In the questions code, the bits above x^16 are not generated, since it is known they will cancel out bits x^16 through x^23. The left shift of 12 shifts off the upper 4 bits, corresponding to bits x^16 to x^19, and there is no left shift of 16.

---

example: data = 0x31 0x32 = 00110001 00110010

crc = 1111111111111111
x = (crc>>8)^00110001 = 11001110
q = (x)^(x>>4) = 11000010

                                   11000010
                  -------------------------
10001000000100001 |110011100000000000000000
                                   11000010
                              11000010
                       11000010
                   11000010
                           ----------------
                           0011100010000010

crc = (crc<<8)^0011100010000010 = 1100011110000010
x = (crc>>8) ^ 00110010 = 11110101
q = (x)^(x>>4) = 11111010

                                   11111010
                  -------------------------
10001000000100001 |111101010000000000000000
                                   11111010
                              11111010
                       11111010
                   11111010
                           ----------------
                           1011111110111010

crc = (crc<<8)^1011111110111010 = 0011110110111010 = 0x3dba

---

As commented, a table look up should be faster.
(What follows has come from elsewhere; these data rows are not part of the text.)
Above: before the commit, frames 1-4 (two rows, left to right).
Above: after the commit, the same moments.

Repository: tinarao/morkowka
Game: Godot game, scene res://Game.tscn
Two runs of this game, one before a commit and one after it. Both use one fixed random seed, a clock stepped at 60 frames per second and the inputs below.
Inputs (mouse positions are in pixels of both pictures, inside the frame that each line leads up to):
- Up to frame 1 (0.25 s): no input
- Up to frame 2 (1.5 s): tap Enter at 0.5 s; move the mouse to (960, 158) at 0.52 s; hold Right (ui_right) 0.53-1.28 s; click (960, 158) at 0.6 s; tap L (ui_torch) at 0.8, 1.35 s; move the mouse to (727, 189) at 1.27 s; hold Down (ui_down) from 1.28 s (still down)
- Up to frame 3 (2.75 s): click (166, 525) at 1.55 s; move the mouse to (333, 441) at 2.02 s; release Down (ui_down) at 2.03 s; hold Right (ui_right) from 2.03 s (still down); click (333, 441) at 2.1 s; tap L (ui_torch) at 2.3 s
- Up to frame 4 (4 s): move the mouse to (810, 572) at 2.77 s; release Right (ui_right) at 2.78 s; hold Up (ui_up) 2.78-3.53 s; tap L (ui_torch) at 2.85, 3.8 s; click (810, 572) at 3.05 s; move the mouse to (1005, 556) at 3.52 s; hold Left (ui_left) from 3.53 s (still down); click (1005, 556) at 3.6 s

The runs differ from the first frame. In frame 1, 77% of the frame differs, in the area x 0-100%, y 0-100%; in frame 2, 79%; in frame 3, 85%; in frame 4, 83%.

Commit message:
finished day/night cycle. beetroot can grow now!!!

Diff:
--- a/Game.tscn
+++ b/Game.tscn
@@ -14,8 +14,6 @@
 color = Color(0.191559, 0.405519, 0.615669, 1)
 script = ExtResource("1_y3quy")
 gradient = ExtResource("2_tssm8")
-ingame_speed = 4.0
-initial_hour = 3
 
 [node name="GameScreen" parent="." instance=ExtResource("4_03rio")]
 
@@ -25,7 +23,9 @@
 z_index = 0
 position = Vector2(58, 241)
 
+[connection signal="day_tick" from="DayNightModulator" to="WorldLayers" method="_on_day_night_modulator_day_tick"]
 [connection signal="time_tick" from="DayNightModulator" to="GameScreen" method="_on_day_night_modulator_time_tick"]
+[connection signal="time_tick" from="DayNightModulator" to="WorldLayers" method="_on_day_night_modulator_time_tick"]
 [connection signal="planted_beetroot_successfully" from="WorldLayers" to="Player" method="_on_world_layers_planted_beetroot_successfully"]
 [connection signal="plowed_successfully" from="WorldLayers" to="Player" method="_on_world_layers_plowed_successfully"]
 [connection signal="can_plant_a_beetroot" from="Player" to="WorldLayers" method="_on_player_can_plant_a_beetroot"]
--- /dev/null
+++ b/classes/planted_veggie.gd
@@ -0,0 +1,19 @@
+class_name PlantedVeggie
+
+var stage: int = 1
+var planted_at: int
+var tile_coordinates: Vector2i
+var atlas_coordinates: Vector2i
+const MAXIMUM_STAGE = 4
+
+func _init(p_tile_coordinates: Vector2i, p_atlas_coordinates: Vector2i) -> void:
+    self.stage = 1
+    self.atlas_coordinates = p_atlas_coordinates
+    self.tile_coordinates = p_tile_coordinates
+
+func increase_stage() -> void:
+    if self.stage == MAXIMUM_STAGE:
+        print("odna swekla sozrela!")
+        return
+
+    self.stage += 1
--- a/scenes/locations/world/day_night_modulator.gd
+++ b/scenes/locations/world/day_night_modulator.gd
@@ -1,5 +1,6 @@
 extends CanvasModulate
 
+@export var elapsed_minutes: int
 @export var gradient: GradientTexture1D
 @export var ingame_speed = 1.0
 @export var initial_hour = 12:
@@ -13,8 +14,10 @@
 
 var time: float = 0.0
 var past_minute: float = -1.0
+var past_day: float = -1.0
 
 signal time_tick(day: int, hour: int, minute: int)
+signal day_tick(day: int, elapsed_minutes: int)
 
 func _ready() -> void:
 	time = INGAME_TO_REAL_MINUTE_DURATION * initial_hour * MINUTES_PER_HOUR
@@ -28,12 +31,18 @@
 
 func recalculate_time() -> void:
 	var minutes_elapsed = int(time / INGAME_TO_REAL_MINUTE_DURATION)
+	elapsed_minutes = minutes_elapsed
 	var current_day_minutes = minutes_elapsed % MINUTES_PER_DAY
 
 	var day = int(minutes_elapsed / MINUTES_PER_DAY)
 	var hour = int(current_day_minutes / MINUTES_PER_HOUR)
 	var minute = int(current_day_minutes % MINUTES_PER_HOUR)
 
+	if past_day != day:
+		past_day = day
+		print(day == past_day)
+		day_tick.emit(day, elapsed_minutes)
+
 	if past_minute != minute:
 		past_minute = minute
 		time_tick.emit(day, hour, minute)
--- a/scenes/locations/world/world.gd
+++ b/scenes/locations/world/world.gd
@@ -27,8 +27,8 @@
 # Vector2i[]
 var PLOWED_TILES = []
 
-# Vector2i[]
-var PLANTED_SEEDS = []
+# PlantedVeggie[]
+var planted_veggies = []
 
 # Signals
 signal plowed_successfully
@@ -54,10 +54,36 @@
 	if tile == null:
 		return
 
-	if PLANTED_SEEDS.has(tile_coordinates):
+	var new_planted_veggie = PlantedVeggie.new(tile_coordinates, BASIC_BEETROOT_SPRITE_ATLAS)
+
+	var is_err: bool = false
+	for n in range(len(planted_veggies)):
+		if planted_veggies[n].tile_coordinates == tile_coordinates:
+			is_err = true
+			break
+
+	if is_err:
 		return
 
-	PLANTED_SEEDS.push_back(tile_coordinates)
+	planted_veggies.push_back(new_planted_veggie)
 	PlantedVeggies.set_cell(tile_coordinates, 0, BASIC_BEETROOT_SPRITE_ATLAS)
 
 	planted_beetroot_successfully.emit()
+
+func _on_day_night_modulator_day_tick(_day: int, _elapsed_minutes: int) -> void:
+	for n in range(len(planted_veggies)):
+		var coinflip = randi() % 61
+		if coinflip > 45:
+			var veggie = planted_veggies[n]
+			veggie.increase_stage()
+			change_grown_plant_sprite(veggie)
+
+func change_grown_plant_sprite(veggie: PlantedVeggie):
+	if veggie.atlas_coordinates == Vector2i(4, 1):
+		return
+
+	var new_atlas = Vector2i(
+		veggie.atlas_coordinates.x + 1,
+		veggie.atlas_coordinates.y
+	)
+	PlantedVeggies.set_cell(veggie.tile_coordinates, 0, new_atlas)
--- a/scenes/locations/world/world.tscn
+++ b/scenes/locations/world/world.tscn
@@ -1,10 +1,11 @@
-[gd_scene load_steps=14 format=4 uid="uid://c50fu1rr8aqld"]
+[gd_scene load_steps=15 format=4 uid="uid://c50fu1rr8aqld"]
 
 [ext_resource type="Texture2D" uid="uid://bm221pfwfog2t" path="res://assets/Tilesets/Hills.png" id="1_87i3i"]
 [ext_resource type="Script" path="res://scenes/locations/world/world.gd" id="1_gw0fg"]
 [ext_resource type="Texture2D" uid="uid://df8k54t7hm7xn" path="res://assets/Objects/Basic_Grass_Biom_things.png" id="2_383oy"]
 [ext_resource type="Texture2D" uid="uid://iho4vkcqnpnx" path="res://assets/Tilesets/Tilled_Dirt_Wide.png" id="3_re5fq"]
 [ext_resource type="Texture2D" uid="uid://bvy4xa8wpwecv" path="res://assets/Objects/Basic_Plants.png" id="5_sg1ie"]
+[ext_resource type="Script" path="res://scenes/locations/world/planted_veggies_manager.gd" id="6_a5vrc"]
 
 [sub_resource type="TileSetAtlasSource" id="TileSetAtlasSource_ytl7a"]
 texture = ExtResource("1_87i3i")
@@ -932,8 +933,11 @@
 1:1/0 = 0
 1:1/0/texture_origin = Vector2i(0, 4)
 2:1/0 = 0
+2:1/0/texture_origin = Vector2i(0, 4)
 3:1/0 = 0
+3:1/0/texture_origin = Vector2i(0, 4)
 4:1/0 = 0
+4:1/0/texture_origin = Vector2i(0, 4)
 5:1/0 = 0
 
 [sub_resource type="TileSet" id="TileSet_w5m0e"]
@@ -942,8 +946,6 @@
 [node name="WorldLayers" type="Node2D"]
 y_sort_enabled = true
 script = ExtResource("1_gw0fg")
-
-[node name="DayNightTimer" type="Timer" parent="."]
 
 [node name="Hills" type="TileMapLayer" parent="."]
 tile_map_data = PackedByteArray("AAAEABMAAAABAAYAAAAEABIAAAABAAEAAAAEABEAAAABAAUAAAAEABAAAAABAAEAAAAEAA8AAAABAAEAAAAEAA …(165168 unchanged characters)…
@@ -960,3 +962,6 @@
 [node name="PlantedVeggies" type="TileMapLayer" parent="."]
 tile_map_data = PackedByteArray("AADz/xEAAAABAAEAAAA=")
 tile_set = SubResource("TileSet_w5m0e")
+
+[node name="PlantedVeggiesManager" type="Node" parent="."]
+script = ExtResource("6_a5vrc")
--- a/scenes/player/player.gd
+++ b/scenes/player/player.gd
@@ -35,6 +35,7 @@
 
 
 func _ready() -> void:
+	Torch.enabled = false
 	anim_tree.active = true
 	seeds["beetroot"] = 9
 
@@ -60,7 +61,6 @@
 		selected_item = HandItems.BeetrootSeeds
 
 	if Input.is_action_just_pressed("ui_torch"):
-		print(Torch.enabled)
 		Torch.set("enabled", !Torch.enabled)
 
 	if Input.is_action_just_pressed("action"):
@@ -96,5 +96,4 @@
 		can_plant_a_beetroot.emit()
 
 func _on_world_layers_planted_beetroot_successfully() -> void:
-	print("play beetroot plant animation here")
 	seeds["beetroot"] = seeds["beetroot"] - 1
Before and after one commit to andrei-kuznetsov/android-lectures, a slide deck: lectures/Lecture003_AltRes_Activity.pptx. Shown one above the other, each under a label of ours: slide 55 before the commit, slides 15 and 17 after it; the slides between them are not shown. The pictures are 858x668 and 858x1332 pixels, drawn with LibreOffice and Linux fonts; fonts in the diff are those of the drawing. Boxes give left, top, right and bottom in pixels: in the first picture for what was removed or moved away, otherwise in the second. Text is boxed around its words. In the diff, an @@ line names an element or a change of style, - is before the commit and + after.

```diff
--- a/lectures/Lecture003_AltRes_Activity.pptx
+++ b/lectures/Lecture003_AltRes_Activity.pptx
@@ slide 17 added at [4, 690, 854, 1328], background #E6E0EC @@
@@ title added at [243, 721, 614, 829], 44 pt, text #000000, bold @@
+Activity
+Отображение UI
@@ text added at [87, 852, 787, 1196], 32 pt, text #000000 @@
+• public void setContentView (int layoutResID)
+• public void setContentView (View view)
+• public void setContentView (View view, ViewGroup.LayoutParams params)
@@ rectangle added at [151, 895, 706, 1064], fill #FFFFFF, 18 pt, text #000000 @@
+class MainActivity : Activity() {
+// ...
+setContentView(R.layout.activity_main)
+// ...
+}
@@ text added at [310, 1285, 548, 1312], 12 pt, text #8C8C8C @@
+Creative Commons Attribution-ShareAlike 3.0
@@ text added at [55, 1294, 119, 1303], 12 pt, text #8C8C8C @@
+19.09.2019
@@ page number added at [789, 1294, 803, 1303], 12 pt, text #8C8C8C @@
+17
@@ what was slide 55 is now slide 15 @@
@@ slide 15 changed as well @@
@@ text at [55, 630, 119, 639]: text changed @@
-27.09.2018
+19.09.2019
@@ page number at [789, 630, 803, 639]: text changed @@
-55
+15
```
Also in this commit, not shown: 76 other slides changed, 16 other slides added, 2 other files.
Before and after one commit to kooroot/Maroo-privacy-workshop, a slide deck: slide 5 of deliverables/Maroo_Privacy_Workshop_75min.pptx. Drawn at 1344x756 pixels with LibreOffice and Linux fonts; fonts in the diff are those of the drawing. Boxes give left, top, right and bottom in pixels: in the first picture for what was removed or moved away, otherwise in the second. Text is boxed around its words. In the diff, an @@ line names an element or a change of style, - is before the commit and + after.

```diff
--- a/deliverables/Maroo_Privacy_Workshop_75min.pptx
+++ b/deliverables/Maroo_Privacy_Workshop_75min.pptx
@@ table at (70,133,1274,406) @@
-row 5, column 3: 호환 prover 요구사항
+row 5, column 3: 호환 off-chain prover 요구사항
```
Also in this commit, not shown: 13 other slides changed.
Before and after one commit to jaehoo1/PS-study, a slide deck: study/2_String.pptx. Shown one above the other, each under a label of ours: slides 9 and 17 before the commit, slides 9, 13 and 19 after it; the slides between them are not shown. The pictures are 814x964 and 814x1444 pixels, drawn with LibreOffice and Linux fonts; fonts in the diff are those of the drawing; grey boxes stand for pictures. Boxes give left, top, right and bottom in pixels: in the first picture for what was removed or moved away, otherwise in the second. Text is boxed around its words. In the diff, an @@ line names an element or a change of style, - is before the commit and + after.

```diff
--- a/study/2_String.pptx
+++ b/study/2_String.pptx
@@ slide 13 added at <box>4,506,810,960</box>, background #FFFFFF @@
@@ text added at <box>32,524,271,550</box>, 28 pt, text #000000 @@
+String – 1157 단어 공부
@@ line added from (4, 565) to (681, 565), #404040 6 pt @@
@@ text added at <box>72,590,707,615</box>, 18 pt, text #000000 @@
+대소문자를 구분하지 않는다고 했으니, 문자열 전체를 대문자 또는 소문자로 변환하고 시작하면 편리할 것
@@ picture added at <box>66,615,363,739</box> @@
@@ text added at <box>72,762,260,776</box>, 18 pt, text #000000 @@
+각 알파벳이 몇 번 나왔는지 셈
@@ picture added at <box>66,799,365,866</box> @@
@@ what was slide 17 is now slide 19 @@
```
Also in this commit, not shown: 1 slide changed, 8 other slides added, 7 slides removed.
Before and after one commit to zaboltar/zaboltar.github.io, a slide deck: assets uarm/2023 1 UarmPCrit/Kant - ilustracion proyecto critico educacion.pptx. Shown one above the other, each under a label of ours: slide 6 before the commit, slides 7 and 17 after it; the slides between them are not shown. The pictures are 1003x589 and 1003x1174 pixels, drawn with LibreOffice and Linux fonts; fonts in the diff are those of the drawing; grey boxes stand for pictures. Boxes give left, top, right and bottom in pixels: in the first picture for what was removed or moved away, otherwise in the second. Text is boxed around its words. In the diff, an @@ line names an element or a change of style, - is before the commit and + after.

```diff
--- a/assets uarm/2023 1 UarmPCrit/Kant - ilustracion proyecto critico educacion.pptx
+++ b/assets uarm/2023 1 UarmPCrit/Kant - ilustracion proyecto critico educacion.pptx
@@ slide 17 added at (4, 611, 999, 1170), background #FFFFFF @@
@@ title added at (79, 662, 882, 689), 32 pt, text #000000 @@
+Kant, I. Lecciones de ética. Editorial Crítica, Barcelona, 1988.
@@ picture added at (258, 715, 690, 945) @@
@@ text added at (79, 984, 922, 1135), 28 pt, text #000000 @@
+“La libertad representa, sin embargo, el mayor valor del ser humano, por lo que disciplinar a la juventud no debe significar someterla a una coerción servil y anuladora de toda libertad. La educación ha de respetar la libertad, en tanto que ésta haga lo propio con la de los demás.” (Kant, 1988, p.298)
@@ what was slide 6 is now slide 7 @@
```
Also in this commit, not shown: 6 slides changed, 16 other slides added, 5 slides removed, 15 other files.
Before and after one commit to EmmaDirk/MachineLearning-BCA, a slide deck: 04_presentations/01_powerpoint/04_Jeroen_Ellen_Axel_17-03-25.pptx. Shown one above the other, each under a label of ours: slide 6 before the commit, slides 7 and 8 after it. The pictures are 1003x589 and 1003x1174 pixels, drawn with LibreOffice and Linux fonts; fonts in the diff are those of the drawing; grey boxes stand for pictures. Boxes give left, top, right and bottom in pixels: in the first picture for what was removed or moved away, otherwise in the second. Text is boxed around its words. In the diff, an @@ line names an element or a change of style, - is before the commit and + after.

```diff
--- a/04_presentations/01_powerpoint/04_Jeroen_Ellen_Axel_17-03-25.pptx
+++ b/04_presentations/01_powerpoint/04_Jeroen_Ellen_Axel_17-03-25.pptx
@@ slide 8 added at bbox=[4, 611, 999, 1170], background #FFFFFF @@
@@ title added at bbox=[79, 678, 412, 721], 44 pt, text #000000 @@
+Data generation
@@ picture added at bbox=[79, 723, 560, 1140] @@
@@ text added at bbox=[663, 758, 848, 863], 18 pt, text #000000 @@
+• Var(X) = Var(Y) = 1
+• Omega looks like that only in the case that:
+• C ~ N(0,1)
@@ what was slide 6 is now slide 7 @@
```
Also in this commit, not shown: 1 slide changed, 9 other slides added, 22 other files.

If a cpu has a fast carryless multiply, such as X86 pclmulqdq, then a faster still assembly program can be used, but it's over 500 lines long (to "fold" 128 bytes at a time in parallel using xmm registers). The assembly code below doesn't document the constants (rk...); they are powers of 2 modulo the polynomial used for "folding", except rk7 = "(2^n)/polynomial", and rk8 = polynomial.

https://www.intel.com/content/dam/www/public/us/en/documents/white-papers/fast-crc-computation-generic-polynomials-pclmulqdq-paper.pdf

https://github.com/intel/isa-l/blob/master/crc/crc16_t10dif_01.asm

I converted the code to Visual Studio ML64.EXE (MASM) and Windows, and have source code for crc16, crc32, crc64, non-reflected (non-reversed) and reflected).

Answer 2

This is a bit late, I appreciate. I developed the original code this was based on back in 2002. I've since taken that web site down, but the Internet Archive has a copy. There are some details on why and how it works here:

https://web.archive.org/web/20160408050435/http://www.digitalnemesis.com/info/codesamples/embeddedcrc16/

This was originally a 4-bit table, and was developed for 8-bit PIC microcontrollers with only a few hundred bytes of RAM.

The link contains the original description, and the table generator program source as well as C and ASM implementations for the PIC.

Of course, this is terrible code if you're trying to do this on a modern PC. It was 'efficient' compared to the alternative, computing it bit but bit on the target device.